| Exercise directions |
Copy the data exactly, keeping every line intact.

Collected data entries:
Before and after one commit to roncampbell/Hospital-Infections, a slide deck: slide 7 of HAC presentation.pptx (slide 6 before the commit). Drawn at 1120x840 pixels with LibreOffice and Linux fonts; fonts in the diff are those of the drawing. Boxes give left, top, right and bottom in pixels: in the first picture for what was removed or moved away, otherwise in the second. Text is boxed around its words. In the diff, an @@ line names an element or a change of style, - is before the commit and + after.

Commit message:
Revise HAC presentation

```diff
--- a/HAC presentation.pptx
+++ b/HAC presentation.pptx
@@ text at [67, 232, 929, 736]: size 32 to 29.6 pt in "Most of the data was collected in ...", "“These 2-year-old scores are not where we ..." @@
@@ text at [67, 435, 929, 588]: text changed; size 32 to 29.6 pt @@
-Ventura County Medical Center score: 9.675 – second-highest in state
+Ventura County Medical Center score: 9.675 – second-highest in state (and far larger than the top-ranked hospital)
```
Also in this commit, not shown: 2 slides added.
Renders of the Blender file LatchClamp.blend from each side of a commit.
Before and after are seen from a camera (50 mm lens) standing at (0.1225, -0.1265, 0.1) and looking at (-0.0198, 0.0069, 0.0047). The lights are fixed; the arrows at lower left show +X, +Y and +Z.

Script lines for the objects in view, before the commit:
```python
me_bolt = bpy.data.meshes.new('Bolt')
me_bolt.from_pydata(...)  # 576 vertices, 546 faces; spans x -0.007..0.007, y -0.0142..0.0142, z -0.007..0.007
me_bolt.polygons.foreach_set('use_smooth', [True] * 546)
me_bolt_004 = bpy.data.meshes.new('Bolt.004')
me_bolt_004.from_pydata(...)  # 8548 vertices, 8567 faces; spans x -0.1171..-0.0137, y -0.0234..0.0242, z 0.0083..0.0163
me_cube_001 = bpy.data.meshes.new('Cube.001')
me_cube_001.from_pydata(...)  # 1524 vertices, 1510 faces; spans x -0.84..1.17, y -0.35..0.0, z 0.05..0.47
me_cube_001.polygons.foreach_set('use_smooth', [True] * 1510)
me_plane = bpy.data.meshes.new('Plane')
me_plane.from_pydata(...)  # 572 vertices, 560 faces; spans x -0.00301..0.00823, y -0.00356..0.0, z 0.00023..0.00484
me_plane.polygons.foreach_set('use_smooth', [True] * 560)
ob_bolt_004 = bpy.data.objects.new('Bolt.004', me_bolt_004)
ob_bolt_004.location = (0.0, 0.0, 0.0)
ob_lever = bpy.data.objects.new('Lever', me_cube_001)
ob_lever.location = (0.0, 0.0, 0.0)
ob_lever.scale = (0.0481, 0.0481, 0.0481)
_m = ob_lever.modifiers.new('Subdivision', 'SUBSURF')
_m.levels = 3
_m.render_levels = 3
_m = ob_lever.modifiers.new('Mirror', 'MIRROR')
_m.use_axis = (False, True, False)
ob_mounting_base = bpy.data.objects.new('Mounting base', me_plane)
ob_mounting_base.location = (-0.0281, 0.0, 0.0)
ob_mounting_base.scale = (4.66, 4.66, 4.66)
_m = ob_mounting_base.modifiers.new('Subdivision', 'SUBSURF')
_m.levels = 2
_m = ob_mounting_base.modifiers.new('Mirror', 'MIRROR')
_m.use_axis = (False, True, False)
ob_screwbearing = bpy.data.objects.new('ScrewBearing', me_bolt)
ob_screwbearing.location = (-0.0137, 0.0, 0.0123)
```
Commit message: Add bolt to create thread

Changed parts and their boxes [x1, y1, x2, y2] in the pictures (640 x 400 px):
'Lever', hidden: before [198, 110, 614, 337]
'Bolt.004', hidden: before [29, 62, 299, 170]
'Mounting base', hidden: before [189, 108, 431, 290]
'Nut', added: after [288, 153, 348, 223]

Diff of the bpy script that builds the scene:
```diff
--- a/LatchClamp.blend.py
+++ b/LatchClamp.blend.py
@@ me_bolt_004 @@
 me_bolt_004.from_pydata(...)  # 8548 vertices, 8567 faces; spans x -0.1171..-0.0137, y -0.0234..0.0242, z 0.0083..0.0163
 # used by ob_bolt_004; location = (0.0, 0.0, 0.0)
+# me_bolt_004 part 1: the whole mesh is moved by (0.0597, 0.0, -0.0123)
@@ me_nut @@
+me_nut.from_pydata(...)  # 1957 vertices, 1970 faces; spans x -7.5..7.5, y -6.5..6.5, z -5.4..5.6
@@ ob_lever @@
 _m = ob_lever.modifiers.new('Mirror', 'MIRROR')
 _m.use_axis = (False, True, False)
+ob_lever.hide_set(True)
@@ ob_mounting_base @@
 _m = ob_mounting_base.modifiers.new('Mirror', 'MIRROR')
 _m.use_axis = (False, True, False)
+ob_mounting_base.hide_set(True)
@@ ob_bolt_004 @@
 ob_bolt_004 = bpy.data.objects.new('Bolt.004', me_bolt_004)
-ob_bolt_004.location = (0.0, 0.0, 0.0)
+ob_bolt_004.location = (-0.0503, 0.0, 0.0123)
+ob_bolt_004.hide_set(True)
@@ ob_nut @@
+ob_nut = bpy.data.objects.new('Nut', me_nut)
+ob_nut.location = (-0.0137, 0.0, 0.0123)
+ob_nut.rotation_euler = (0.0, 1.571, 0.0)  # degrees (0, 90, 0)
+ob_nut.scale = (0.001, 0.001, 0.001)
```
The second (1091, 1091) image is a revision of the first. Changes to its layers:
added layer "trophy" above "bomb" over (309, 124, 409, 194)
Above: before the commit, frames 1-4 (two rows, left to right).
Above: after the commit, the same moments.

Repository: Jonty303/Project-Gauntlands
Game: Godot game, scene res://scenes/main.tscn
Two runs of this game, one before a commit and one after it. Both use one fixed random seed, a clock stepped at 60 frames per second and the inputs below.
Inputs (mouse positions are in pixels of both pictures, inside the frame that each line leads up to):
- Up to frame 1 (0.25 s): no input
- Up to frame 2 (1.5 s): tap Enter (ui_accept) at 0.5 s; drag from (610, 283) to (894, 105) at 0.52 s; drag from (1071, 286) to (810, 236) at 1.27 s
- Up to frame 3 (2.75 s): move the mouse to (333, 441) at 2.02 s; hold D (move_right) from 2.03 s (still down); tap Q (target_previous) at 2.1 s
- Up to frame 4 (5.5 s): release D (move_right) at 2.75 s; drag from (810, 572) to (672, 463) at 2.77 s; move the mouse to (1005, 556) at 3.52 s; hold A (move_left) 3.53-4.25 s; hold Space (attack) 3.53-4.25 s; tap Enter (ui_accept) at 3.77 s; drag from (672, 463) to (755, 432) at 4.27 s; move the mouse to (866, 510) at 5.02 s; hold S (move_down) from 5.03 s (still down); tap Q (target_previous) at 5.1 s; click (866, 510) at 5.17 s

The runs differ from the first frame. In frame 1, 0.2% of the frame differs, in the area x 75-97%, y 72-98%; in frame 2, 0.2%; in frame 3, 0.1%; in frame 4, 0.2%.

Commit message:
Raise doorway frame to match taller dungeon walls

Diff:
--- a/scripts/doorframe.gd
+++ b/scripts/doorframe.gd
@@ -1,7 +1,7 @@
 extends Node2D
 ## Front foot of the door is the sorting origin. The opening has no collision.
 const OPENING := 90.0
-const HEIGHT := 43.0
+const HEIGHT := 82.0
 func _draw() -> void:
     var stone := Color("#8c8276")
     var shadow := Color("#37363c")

| Output below |
Before and after one commit to roncampbell/Hospital-Infections, a slide deck: slide 7 of HAC presentation.pptx (slide 6 before the commit). Drawn at 1120x840 pixels with LibreOffice and Linux fonts; fonts in the diff are those of the drawing. Boxes give left, top, right and bottom in pixels: in the first picture for what was removed or moved away, otherwise in the second. Text is boxed around its words. In the diff, an @@ line names an element or a change of style, - is before the commit and + after.

Commit message:
Revise HAC presentation

```diff
--- a/HAC presentation.pptx
+++ b/HAC presentation.pptx
@@ text at [67, 232, 929, 736]: size 32 to 29.6 pt in "Most of the data was collected in ...", "“These 2-year-old scores are not where we ..." @@
@@ text at [67, 435, 929, 588]: text changed; size 32 to 29.6 pt @@
-Ventura County Medical Center score: 9.675 – second-highest in state
+Ventura County Medical Center score: 9.675 – second-highest in state (and far larger than the top-ranked hospital)
```
Also in this commit, not shown: 2 slides added.
Renders of the Blender file LatchClamp.blend from each side of a commit.
Before and after are seen from a camera (50 mm lens) standing at (0.1225, -0.1265, 0.1) and looking at (-0.0198, 0.0069, 0.0047). The lights are fixed; the arrows at lower left show +X, +Y and +Z.

Script lines for the objects in view, before the commit:
```python
me_bolt = bpy.data.meshes.new('Bolt')
me_bolt.from_pydata(...)  # 576 vertices, 546 faces; spans x -0.007..0.007, y -0.0142..0.0142, z -0.007..0.007
me_bolt.polygons.foreach_set('use_smooth', [True] * 546)
me_bolt_004 = bpy.data.meshes.new('Bolt.004')
me_bolt_004.from_pydata(...)  # 8548 vertices, 8567 faces; spans x -0.1171..-0.0137, y -0.0234..0.0242, z 0.0083..0.0163
me_cube_001 = bpy.data.meshes.new('Cube.001')
me_cube_001.from_pydata(...)  # 1524 vertices, 1510 faces; spans x -0.84..1.17, y -0.35..0.0, z 0.05..0.47
me_cube_001.polygons.foreach_set('use_smooth', [True] * 1510)
me_plane = bpy.data.meshes.new('Plane')
me_plane.from_pydata(...)  # 572 vertices, 560 faces; spans x -0.00301..0.00823, y -0.00356..0.0, z 0.00023..0.00484
me_plane.polygons.foreach_set('use_smooth', [True] * 560)
ob_bolt_004 = bpy.data.objects.new('Bolt.004', me_bolt_004)
ob_bolt_004.location = (0.0, 0.0, 0.0)
ob_lever = bpy.data.objects.new('Lever', me_cube_001)
ob_lever.location = (0.0, 0.0, 0.0)
ob_lever.scale = (0.0481, 0.0481, 0.0481)
_m = ob_lever.modifiers.new('Subdivision', 'SUBSURF')
_m.levels = 3
_m.render_levels = 3
_m = ob_lever.modifiers.new('Mirror', 'MIRROR')
_m.use_axis = (False, True, False)
ob_mounting_base = bpy.data.objects.new('Mounting base', me_plane)
ob_mounting_base.location = (-0.0281, 0.0, 0.0)
ob_mounting_base.scale = (4.66, 4.66, 4.66)
_m = ob_mounting_base.modifiers.new('Subdivision', 'SUBSURF')
_m.levels = 2
_m = ob_mounting_base.modifiers.new('Mirror', 'MIRROR')
_m.use_axis = (False, True, False)
ob_screwbearing = bpy.data.objects.new('ScrewBearing', me_bolt)
ob_screwbearing.location = (-0.0137, 0.0, 0.0123)
```
Commit message: Add bolt to create thread

Changed parts and their boxes [x1, y1, x2, y2] in the pictures (640 x 400 px):
'Lever', hidden: before [198, 110, 614, 337]
'Bolt.004', hidden: before [29, 62, 299, 170]
'Mounting base', hidden: before [189, 108, 431, 290]
'Nut', added: after [288, 153, 348, 223]

Diff of the bpy script that builds the scene:
```diff
--- a/LatchClamp.blend.py
+++ b/LatchClamp.blend.py
@@ me_bolt_004 @@
 me_bolt_004.from_pydata(...)  # 8548 vertices, 8567 faces; spans x -0.1171..-0.0137, y -0.0234..0.0242, z 0.0083..0.0163
 # used by ob_bolt_004; location = (0.0, 0.0, 0.0)
+# me_bolt_004 part 1: the whole mesh is moved by (0.0597, 0.0, -0.0123)
@@ me_nut @@
+me_nut.from_pydata(...)  # 1957 vertices, 1970 faces; spans x -7.5..7.5, y -6.5..6.5, z -5.4..5.6
@@ ob_lever @@
 _m = ob_lever.modifiers.new('Mirror', 'MIRROR')
 _m.use_axis = (False, True, False)
+ob_lever.hide_set(True)
@@ ob_mounting_base @@
 _m = ob_mounting_base.modifiers.new('Mirror', 'MIRROR')
 _m.use_axis = (False, True, False)
+ob_mounting_base.hide_set(True)
@@ ob_bolt_004 @@
 ob_bolt_004 = bpy.data.objects.new('Bolt.004', me_bolt_004)
-ob_bolt_004.location = (0.0, 0.0, 0.0)
+ob_bolt_004.location = (-0.0503, 0.0, 0.0123)
+ob_bolt_004.hide_set(True)
@@ ob_nut @@
+ob_nut = bpy.data.objects.new('Nut', me_nut)
+ob_nut.location = (-0.0137, 0.0, 0.0123)
+ob_nut.rotation_euler = (0.0, 1.571, 0.0)  # degrees (0, 90, 0)
+ob_nut.scale = (0.001, 0.001, 0.001)
```
The second (1091, 1091) image is a revision of the first. Changes to its layers:
added layer "trophy" above "bomb" over (309, 124, 409, 194)
Above: before the commit, frames 1-4 (two rows, left to right).
Above: after the commit, the same moments.

Repository: Jonty303/Project-Gauntlands
Game: Godot game, scene res://scenes/main.tscn
Two runs of this game, one before a commit and one after it. Both use one fixed random seed, a clock stepped at 60 frames per second and the inputs below.
Inputs (mouse positions are in pixels of both pictures, inside the frame that each line leads up to):
- Up to frame 1 (0.25 s): no input
- Up to frame 2 (1.5 s): tap Enter (ui_accept) at 0.5 s; drag from (610, 283) to (894, 105) at 0.52 s; drag from (1071, 286) to (810, 236) at 1.27 s
- Up to frame 3 (2.75 s): move the mouse to (333, 441) at 2.02 s; hold D (move_right) from 2.03 s (still down); tap Q (target_previous) at 2.1 s
- Up to frame 4 (5.5 s): release D (move_right) at 2.75 s; drag from (810, 572) to (672, 463) at 2.77 s; move the mouse to (1005, 556) at 3.52 s; hold A (move_left) 3.53-4.25 s; hold Space (attack) 3.53-4.25 s; tap Enter (ui_accept) at 3.77 s; drag from (672, 463) to (755, 432) at 4.27 s; move the mouse to (866, 510) at 5.02 s; hold S (move_down) from 5.03 s (still down); tap Q (target_previous) at 5.1 s; click (866, 510) at 5.17 s

The runs differ from the first frame. In frame 1, 0.2% of the frame differs, in the area x 75-97%, y 72-98%; in frame 2, 0.2%; in frame 3, 0.1%; in frame 4, 0.2%.

Commit message:
Raise doorway frame to match taller dungeon walls

Diff:
--- a/scripts/doorframe.gd
+++ b/scripts/doorframe.gd
@@ -1,7 +1,7 @@
 extends Node2D
 ## Front foot of the door is the sorting origin. The opening has no collision.
 const OPENING := 90.0
-const HEIGHT := 43.0
+const HEIGHT := 82.0
 func _draw() -> void:
     var stone := Color("#8c8276")
     var shadow := Color("#37363c")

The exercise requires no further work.